**** INPUT DATA ****

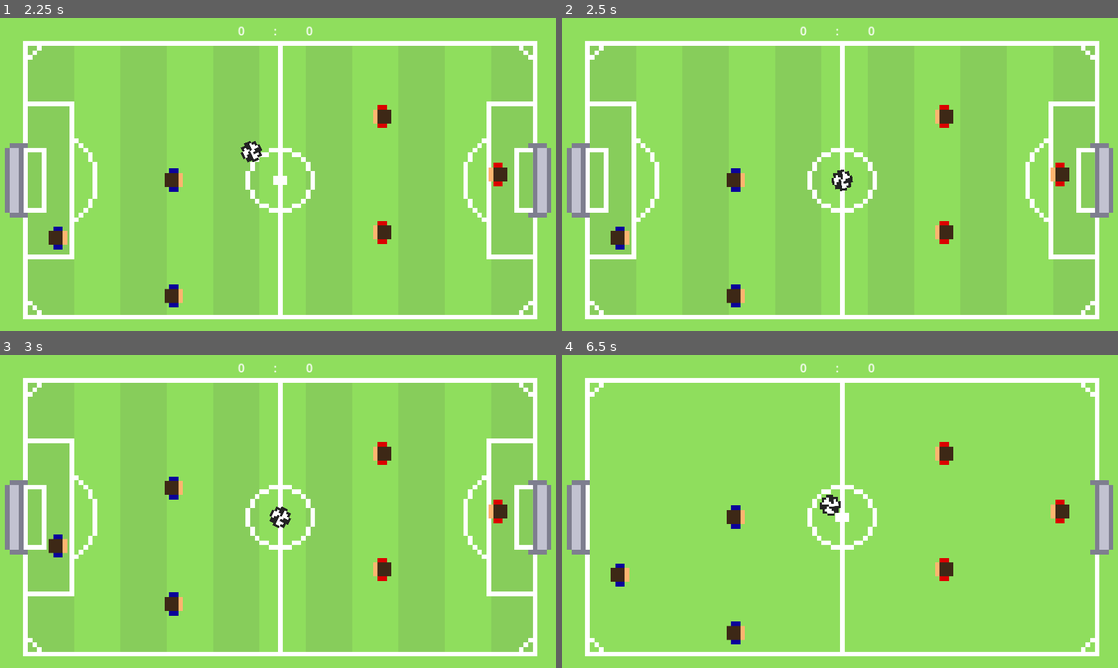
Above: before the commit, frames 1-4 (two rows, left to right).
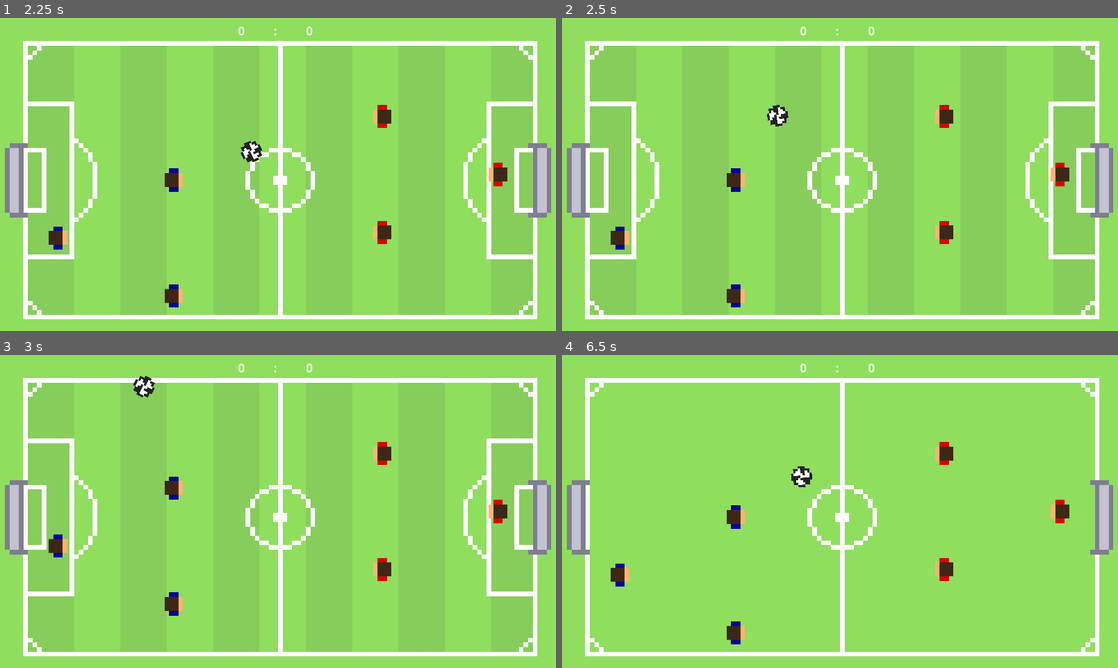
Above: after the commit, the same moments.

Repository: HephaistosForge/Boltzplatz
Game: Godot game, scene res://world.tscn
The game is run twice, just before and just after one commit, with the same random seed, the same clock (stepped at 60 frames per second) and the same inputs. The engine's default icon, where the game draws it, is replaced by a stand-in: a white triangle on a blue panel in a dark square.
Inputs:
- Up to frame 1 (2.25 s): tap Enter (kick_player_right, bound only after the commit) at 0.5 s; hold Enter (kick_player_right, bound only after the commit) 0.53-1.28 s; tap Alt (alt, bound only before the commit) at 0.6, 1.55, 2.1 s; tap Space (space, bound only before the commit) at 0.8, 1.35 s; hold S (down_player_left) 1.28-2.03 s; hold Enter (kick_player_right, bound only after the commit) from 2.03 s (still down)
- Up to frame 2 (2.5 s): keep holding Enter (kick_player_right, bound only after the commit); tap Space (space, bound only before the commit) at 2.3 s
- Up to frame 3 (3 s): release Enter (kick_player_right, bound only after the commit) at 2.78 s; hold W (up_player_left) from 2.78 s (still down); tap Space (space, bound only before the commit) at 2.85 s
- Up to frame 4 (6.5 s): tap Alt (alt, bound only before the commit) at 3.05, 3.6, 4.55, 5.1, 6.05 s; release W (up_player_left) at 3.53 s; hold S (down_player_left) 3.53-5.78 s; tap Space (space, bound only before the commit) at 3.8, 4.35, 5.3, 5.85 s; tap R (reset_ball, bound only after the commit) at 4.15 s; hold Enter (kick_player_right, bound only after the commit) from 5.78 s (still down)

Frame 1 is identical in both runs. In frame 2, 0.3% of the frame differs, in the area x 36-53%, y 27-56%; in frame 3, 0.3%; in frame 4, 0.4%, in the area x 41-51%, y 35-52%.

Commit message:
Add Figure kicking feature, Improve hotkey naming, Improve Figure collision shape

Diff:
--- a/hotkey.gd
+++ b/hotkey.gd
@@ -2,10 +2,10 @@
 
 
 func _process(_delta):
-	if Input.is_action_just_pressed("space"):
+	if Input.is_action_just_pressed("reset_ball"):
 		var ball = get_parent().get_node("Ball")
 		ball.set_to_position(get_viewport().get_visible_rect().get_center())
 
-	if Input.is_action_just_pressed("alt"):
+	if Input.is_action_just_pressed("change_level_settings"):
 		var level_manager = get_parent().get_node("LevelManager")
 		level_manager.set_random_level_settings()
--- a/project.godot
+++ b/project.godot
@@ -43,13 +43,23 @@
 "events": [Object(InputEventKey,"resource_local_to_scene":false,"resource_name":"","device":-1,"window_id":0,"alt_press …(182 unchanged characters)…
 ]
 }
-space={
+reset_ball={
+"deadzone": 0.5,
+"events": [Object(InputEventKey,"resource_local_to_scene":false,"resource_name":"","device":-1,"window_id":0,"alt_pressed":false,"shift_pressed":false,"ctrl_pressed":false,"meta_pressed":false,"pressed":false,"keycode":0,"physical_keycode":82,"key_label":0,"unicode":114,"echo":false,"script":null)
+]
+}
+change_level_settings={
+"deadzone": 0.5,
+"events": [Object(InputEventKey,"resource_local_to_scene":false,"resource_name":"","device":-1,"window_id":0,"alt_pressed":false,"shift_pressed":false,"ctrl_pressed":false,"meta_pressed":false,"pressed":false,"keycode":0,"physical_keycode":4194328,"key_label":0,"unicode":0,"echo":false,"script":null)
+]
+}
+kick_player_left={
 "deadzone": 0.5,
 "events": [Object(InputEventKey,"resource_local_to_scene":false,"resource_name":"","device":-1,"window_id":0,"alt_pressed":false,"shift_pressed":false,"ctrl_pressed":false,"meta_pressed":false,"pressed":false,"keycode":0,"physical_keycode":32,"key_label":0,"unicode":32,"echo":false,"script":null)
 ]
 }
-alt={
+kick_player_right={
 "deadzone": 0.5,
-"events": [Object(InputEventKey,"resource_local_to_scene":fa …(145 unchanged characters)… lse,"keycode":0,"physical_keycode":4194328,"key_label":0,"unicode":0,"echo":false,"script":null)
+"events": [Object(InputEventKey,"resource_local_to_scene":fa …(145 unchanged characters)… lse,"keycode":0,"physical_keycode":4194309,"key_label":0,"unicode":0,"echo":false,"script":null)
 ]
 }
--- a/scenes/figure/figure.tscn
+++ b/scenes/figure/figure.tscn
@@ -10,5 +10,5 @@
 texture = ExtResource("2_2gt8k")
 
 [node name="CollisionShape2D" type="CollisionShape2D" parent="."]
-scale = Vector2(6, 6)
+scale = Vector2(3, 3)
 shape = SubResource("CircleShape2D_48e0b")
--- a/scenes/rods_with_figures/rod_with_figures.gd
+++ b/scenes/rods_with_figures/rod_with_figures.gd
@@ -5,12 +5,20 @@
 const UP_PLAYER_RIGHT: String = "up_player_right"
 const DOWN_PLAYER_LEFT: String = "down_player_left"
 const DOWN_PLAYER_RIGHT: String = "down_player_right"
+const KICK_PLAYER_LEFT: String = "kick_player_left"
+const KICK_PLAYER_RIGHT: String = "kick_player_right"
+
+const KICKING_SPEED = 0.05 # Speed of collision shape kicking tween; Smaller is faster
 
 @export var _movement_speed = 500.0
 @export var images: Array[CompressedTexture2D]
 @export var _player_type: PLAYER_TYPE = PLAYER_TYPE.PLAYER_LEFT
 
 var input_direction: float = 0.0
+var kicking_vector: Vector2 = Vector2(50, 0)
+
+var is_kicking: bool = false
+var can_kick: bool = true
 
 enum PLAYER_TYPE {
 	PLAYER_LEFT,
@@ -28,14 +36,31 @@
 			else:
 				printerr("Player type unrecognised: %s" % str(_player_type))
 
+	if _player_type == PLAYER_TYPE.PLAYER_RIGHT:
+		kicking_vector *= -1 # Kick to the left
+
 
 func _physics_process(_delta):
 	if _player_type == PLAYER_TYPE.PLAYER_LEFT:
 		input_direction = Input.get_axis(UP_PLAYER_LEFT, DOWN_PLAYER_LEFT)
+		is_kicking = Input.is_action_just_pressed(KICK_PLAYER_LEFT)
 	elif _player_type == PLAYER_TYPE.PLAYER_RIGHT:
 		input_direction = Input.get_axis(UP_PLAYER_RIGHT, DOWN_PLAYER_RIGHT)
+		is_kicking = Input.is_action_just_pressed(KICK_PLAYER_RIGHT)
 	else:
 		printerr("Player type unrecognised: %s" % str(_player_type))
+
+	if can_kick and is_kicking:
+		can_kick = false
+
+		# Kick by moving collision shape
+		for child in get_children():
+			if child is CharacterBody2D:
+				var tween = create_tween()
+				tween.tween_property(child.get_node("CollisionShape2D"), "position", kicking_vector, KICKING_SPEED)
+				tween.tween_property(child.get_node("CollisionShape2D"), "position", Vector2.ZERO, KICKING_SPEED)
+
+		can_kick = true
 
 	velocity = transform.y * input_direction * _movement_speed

****
**** INPUT DATA ****

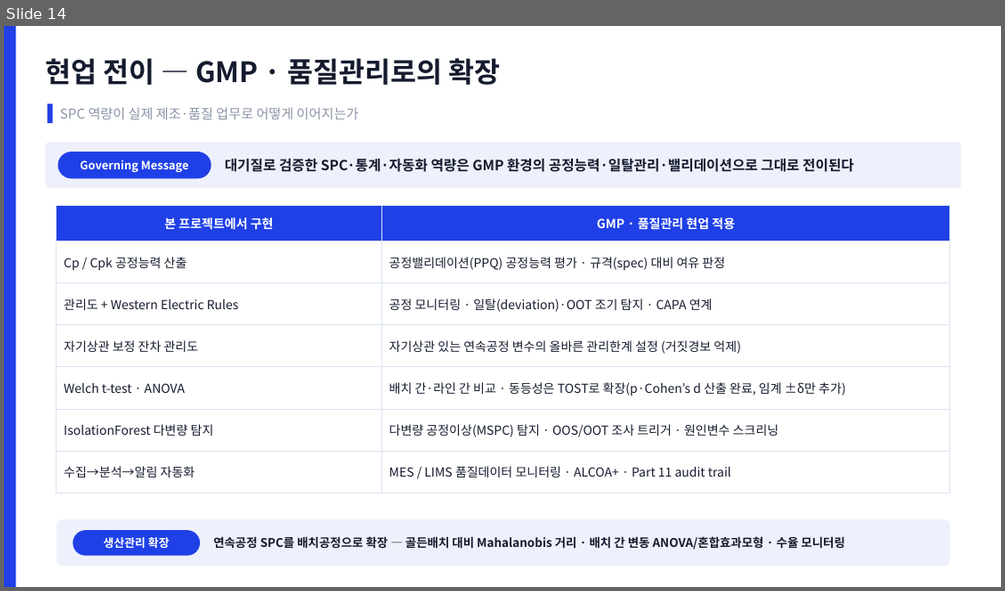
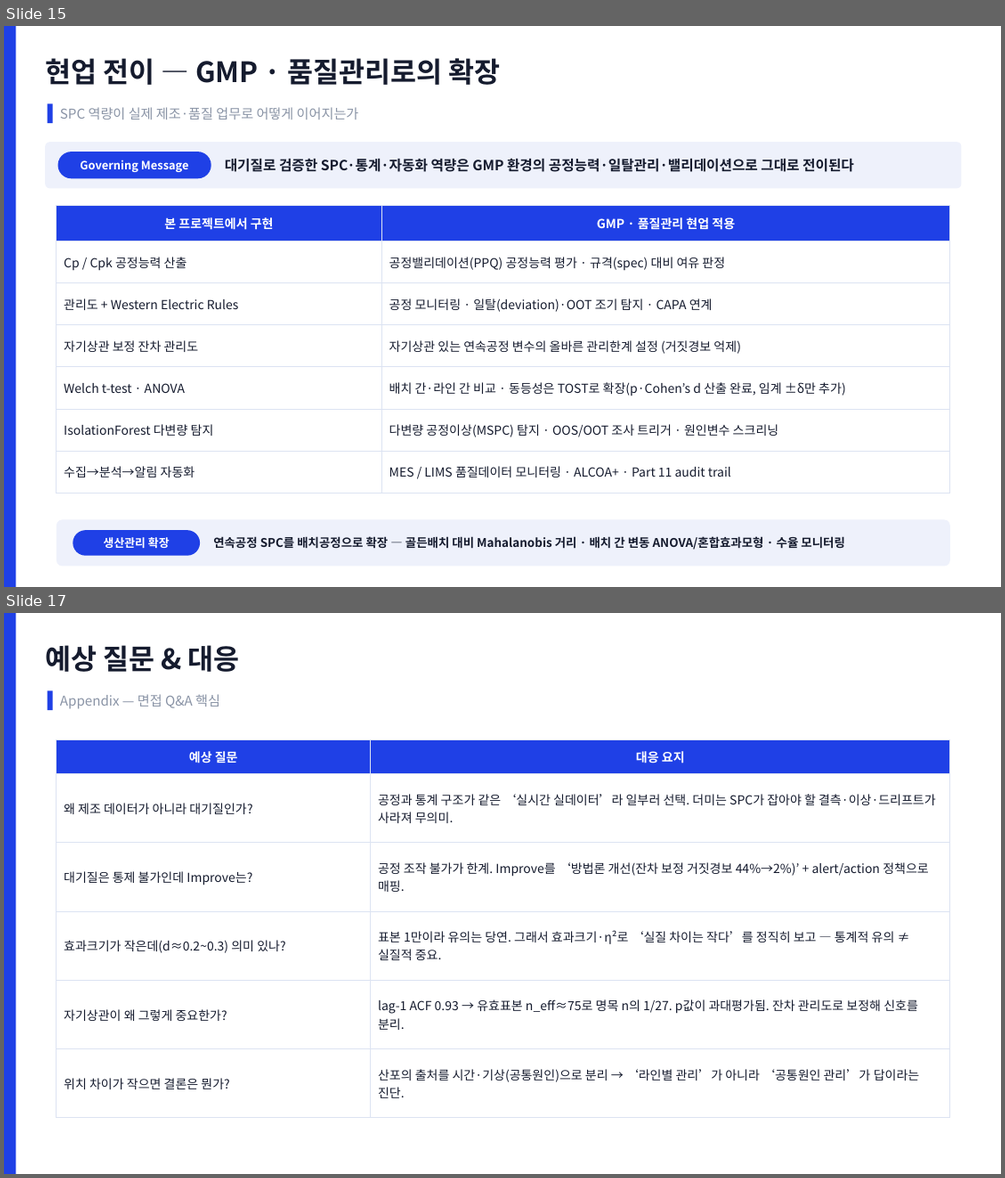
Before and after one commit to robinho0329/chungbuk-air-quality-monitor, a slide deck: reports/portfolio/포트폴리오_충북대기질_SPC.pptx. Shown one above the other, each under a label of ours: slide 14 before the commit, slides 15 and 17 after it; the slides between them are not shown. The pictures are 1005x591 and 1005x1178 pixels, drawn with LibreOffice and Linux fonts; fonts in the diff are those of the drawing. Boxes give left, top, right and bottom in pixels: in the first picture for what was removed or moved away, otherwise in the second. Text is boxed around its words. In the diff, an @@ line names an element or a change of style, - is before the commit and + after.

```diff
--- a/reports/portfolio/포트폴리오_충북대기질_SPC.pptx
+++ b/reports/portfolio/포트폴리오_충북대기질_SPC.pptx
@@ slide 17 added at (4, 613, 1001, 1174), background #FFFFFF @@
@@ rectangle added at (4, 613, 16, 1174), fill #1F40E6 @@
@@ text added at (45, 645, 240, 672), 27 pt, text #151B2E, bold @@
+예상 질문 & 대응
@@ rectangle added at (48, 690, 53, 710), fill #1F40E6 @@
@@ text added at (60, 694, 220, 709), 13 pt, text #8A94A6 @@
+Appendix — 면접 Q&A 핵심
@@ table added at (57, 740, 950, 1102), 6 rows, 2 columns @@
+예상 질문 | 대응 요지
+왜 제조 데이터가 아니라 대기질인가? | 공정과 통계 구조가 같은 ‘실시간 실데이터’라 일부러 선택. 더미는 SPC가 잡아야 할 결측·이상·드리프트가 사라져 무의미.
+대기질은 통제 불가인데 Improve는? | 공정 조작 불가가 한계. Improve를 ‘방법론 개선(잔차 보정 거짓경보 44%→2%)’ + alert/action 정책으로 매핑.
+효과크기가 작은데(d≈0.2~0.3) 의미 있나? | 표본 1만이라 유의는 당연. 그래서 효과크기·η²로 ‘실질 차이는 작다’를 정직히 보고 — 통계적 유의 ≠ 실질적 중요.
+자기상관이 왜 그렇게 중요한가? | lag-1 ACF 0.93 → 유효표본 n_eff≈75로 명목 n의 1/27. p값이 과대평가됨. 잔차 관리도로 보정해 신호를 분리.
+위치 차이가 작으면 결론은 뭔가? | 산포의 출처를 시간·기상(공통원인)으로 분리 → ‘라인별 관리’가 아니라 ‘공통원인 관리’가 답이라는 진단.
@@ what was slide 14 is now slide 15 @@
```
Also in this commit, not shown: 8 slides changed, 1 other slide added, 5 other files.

****

Return every line in the listing that contains the word "rectangle".

▶ **EXERCISE ANSWER**
@@ rectangle added at (4, 613, 16, 1174), fill #1F40E6 @@
@@ rectangle added at (48, 690, 53, 710), fill #1F40E6 @@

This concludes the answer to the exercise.